A wide variety of instruments can collect imaging data in situ or in the laboratory, each one with its own workflow. It is expected that data from plankton and particle imaging will flow into the EU DTO mostly via data integrators/repositories that are deployed across several in situ observatories and networks, notably including those overseen by DTO-BioFlow partners. The improved flows of data from plankton imaging expected from DTO-BioFlow will enhance biomonitoring efforts and global carbon flux estimations.

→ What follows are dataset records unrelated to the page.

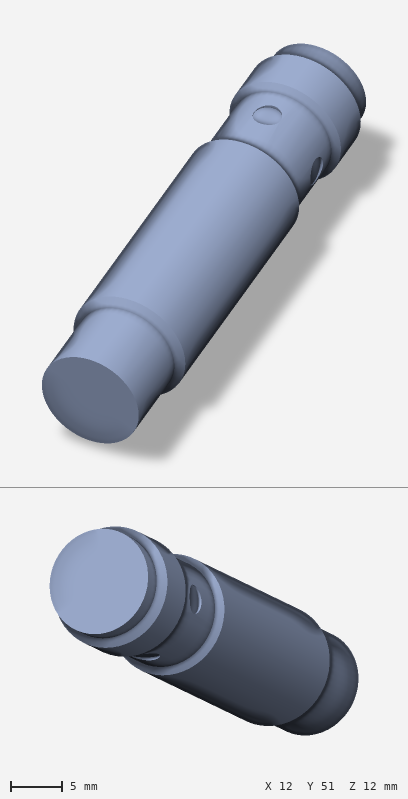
import cadquery as cq

total_length = 51.0
front_spigot_length = 8.0
body_rear = 34.3
collar_front = 43.7
collar_rear = 48.15
window_position = 39.75

body_diameter = 12.0
body_radius = body_diameter / 2
spigot_radius = 5.2
neck_radius = 5.3

spigot_bevel = body_radius - spigot_radius
neck_bevel = body_radius - neck_radius

window_count = 4
window_diameter = 2.85
window_floor_radius = 5.0


def turned_body():
    """Revolve the half profile, given as (radius, Y), about the Y axis."""
    profile = [
        (0, 0),
        (spigot_radius, 0),
        (spigot_radius, front_spigot_length),
        (body_radius, front_spigot_length + spigot_bevel),
        (body_radius, body_rear),
        (neck_radius, body_rear + neck_bevel),
        (neck_radius, collar_front - neck_bevel),
        (body_radius, collar_front),
        (body_radius, collar_rear),
        (spigot_radius, collar_rear + spigot_bevel),
        (spigot_radius, total_length),
        (0, total_length),
    ]
    return cq.Workplane("XY").polyline(profile).close().revolve(360, (0, 0, 0), (0, 1, 0))


def window_cutter(angle):
    """Cylinder reaching from the flat window floor out past the neck surface."""
    cutter = (
        cq.Workplane("XY", origin=(0, window_position, window_floor_radius))
        .circle(window_diameter / 2)
        .extrude(body_radius - window_floor_radius)
    )
    return cutter.rotate((0, 0, 0), (0, 1, 0), angle)


result = turned_body()
for index in range(window_count):
    result = result.cut(window_cutter(index * 360 / window_count))
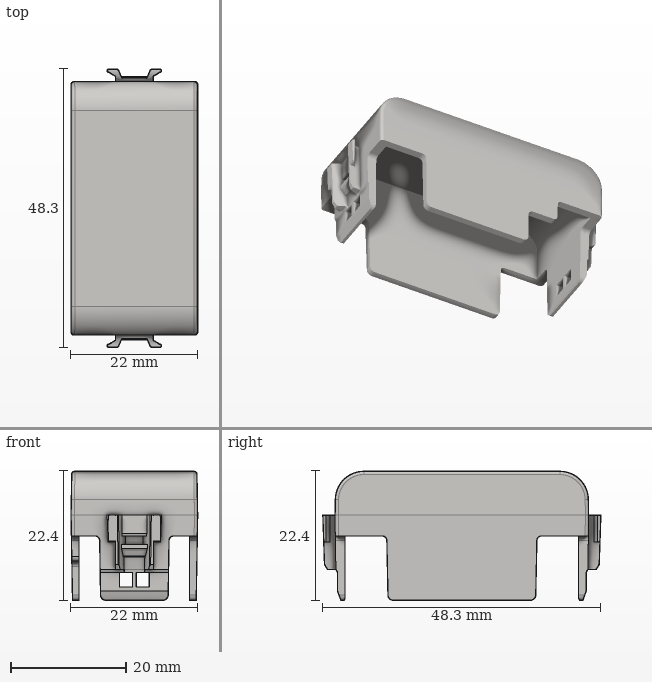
import cadquery as cq
import math

total_height = 22.4
part_length = 48.25
parting_width = 22.0
parting_length = 44.0
parting_z = 14.75
draft_angle = 1.0
end_round = 4.95
edge_round = 0.6

cavity_half_width = 9.55
cavity_half_length = 20.2
roof_thickness = 1.45
cavity_end_round = end_round - roof_thickness

skirt_z = 11.15
root_round = 0.75
tip_round = 0.95
end_leg_root = 6.05
end_leg_tip = 5.9
side_leg_root = 13.05
side_leg_tip = 12.85

notch_y = -7.3
notch_z = 6.85
notch_corner_round = 0.7

step_top_z = 5.3
step_bottom_z = 4.82
low_face_y = 21.55
tip_bevel_z = 1.6
tip_bevel_y = 21.0
tip_inner_bevel = 0.2
tip_inner_bevel_z = 0.4
window_inner_x = 0.35
window_outer_x = 2.55
window_bottom_z = 2.3

clip_front_y = part_length / 2
clip_root_y = 20.75
stem_half = 3.3
stem_shoulder_y = 22.85
wing_half = 4.75
wing_foot_half = 4.55
wing_end_thickness = 0.6
wing_bottom_z = 10.1
wing_bevel = 0.25
stem_foot_y = 23.85
stem_bevel_z = 6.22
stem_toe_y = 23.25

channel_mouth_half = 2.8
mouth_bevel = 0.15
channel_slope = 0.41
pocket_y = 21.05
web_y = 22.6
web_foot_y = 22.45
web_bottom_z = 11.65
web_lip_z = 11.2
shelf_y = 22.8
shelf_top_z = 9.65
shelf_bottom_z = 9.0
shelf_slope_y = 22.6
shelf_slope_z = 8.75
shelf_root_y = 22.0
shelf_root_z = 7.65
low_web_y = 21.7
low_web_z = 7.55

margin = 2.4


def extrude_along_x(outline, x_min, x_max):
    """Extrude (y, z) points between two X positions."""
    return cq.Workplane("YZ", origin=(x_min, 0, 0)).polyline(outline).close().extrude(x_max - x_min)


def box_between(low, high):
    size = [b - a for a, b in zip(low, high)]
    return cq.Workplane("XY").box(*size, centered=False).translate(low)


def leg_prism(plane, root_half, tip_half, depth):
    """Tapered leg with flared roots and rounded tips, centred on the plane."""
    return (
        cq.Workplane(plane)
        .moveTo(0, skirt_z)
        .lineTo(root_half + root_round, skirt_z)
        .radiusArc((root_half, skirt_z - root_round), -root_round)
        .lineTo(tip_half, tip_round)
        .radiusArc((tip_half - tip_round, 0), tip_round)
        .lineTo(0, 0)
        .mirrorY()
        .extrude(depth / 2, both=True)
    )


def make_body():
    parting = cq.Workplane("XY", origin=(0, 0, parting_z))
    cover = parting.rect(parting_width, parting_length)
    cover = cover.extrude(total_height - parting_z, taper=draft_angle)
    cover = cover.faces(">Z").edges("|X").fillet(end_round)
    cover = cover.edges("not(|X or <Z)").fillet(edge_round)
    lower = parting.rect(parting_width, parting_length).extrude(-parting_z, taper=draft_angle)
    lower = lower.edges("not(#Z)").fillet(edge_round)
    return cover.union(lower)


def make_cavity():
    cavity = box_between(
        (-cavity_half_width, -cavity_half_length, -margin),
        (cavity_half_width, cavity_half_length, total_height - roof_thickness),
    )
    return cavity.faces(">Z").edges("|X").fillet(cavity_end_round)


def make_leg_clearance():
    """Everything below the skirt except the four legs."""
    below_skirt = box_between(
        (-parting_width, -parting_length, -margin), (parting_width, parting_length, skirt_z)
    )
    end_legs = leg_prism("XZ", end_leg_root, end_leg_tip, 2 * parting_length)
    side_legs = leg_prism("YZ", side_leg_root, side_leg_tip, 2 * parting_width)
    return below_skirt.cut(end_legs).cut(side_legs)


def make_notch():
    leg_edge_y = -side_leg_root + (side_leg_root - side_leg_tip) * (1 - notch_z / skirt_z)
    return (
        cq.Workplane("YZ", origin=(-parting_width / 2 - margin, 0, 0))
        .moveTo(notch_y + tip_round, 0)
        .radiusArc((notch_y, tip_round), tip_round)
        .lineTo(notch_y, notch_z - tip_round)
        .radiusArc((notch_y - tip_round, notch_z), -tip_round)
        .lineTo(leg_edge_y + notch_corner_round, notch_z)
        .radiusArc((leg_edge_y, notch_z + notch_corner_round), notch_corner_round)
        .lineTo(-side_leg_root - margin, notch_z + notch_corner_round)
        .lineTo(-side_leg_root - margin, -margin)
        .lineTo(notch_y + tip_round, -margin)
        .close()
        .extrude(margin + parting_width / 2)
    )


def make_end_relief():
    """Material removed from the +Y end leg: outer step, tip bevels and the two windows."""
    outside_y = parting_length / 2 + margin
    step_slope = math.tan(math.radians(draft_angle))
    upper_face_y = parting_length / 2 - (parting_z - step_top_z) * step_slope
    relief = extrude_along_x(
        [
            (outside_y, step_top_z),
            (upper_face_y, step_top_z),
            (low_face_y, step_bottom_z),
            (low_face_y, tip_bevel_z),
            (tip_bevel_y, 0),
            (tip_bevel_y, -margin),
            (outside_y, -margin),
        ],
        -parting_width / 2,
        parting_width / 2,
    )
    inner_bevel = extrude_along_x(
        [
            (cavity_half_length, tip_inner_bevel_z),
            (cavity_half_length + tip_inner_bevel, 0),
            (cavity_half_length, 0),
        ],
        -end_leg_root,
        end_leg_root,
    )
    relief = relief.union(inner_bevel)
    for side in (-1, 1):
        near_x, far_x = sorted((side * window_inner_x, side * window_outer_x))
        window = box_between(
            (near_x, cavity_half_length - margin, window_bottom_z), (far_x, outside_y, step_bottom_z)
        )
        relief = relief.union(window)
    return relief


def draw_wings(plane, half):
    """Outline of both wings, with rounded outer ends."""
    end_radius = wing_end_thickness / 2
    return (
        plane.moveTo(0, clip_front_y)
        .lineTo(half - end_radius, clip_front_y)
        .threePointArc(
            (half, clip_front_y - end_radius),
            (half - end_radius, clip_front_y - wing_end_thickness),
        )
        .lineTo(stem_half, stem_shoulder_y)
        .lineTo(0, stem_shoulder_y)
        .mirrorY()
    )


def make_clip_blank():
    """Stem and wings of the +Y clip before the channel is cut."""
    stem = extrude_along_x(
        [
            (clip_root_y, parting_z),
            (clip_front_y, parting_z),
            (stem_foot_y, stem_bevel_z),
            (stem_toe_y, step_top_z),
            (clip_root_y, step_top_z),
        ],
        -stem_half,
        stem_half,
    )
    foot_drop = wing_bottom_z - parting_z
    wings = draw_wings(cq.Workplane("XY", origin=(0, 0, parting_z)), wing_half)
    wings = draw_wings(wings.workplane(offset=foot_drop), wing_foot_half).loft(ruled=True)
    front_draft = (clip_front_y - stem_foot_y) / (parting_z - stem_bevel_z)
    wing_foot_y = clip_front_y - front_draft * (parting_z - wing_bottom_z - wing_bevel)
    wing_limit = extrude_along_x(
        [
            (clip_root_y, parting_z),
            (clip_front_y, parting_z),
            (wing_foot_y, wing_bottom_z + wing_bevel),
            (wing_foot_y - wing_bevel, wing_bottom_z),
            (clip_root_y, wing_bottom_z),
        ],
        -wing_half,
        wing_half,
    )
    return stem.union(wings.intersect(wing_limit))


def make_channel():
    """Space between the clip arms, in front of the web, pocket and shelf."""
    def half_width(y):
        return channel_mouth_half - channel_slope * (clip_front_y - y)

    front_y = clip_front_y + margin
    flare = (
        cq.Workplane("XY", origin=(0, 0, step_bottom_z))
        .polyline(
            [
                (-half_width(front_y), front_y),
                (half_width(front_y), front_y),
                (half_width(pocket_y), pocket_y),
                (-half_width(pocket_y), pocket_y),
            ]
        )
        .close()
        .extrude(parting_z - step_bottom_z)
    )
    depth = extrude_along_x(
        [
            (front_y, parting_z),
            (web_y, parting_z),
            (web_y, web_bottom_z),
            (web_foot_y, web_lip_z),
            (pocket_y, web_lip_z),
            (pocket_y, shelf_top_z),
            (shelf_y, shelf_top_z),
            (shelf_y, shelf_bottom_z),
            (shelf_slope_y, shelf_slope_z),
            (shelf_root_y, shelf_root_z),
            (low_web_y, low_web_z),
            (low_face_y, step_top_z),
            (low_face_y, step_bottom_z),
            (front_y, step_bottom_z),
        ],
        -stem_half - margin,
        stem_half + margin,
    )
    return flare.intersect(depth)


def at_both_ends(shape):
    return shape.union(shape.mirror("XZ"))


def bevel_channel_mouths(part):
    """Break the front inner edges of the arms at both clips."""
    for side in (-1, 1):
        mouth = cq.selectors.BoxSelector(
            (-channel_mouth_half, side * stem_toe_y, stem_bevel_z + margin),
            (channel_mouth_half, side * (clip_front_y + margin), parting_z - margin),
        )
        part = part.edges(mouth).chamfer(mouth_bevel)
    return part


body = make_body().cut(make_cavity()).cut(make_leg_clearance()).cut(make_notch())
body = body.cut(at_both_ends(make_end_relief()))
clip_blanks = at_both_ends(make_clip_blank())
body = body.union(clip_blanks).cut(at_both_ends(make_channel()))
result = bevel_channel_mouths(body).solids()

Biologging data are data of animal positions/presences obtained by animal-borne electronic devices. For this project, we consider biologging data from animals tagged in Europe, with mainly marine positions. They can be divided into three types:
Passive Acoustic Monitoring (PAM) of sounds made by marine animals is an important method for estimating the distribution, density, and abundance of species that vocalise. It is particularly useful for animals that frequently produce species-specific vocalisations. Harbour porpoises (Phocoena phocoena) are excellent candidates as seldom does a minute go by without a porpoise producing species-specific echolocation clicks. The biological interpretation of acoustic data requires detecting signals produced by the animals, and the development and evaluation of detectors for classification is an active area of research. We are proposing the primary passive acoustic data to flow from ETN into EMODnet Biology.
DTO BioFlow is considering other networks and data sources. These include species occurrence data from global platforms not yet integrated into EMODnet Biology, gridded species distributions from various projects, reporting data relevant to EU Directives, as well as data from industry, citizen science, and literature.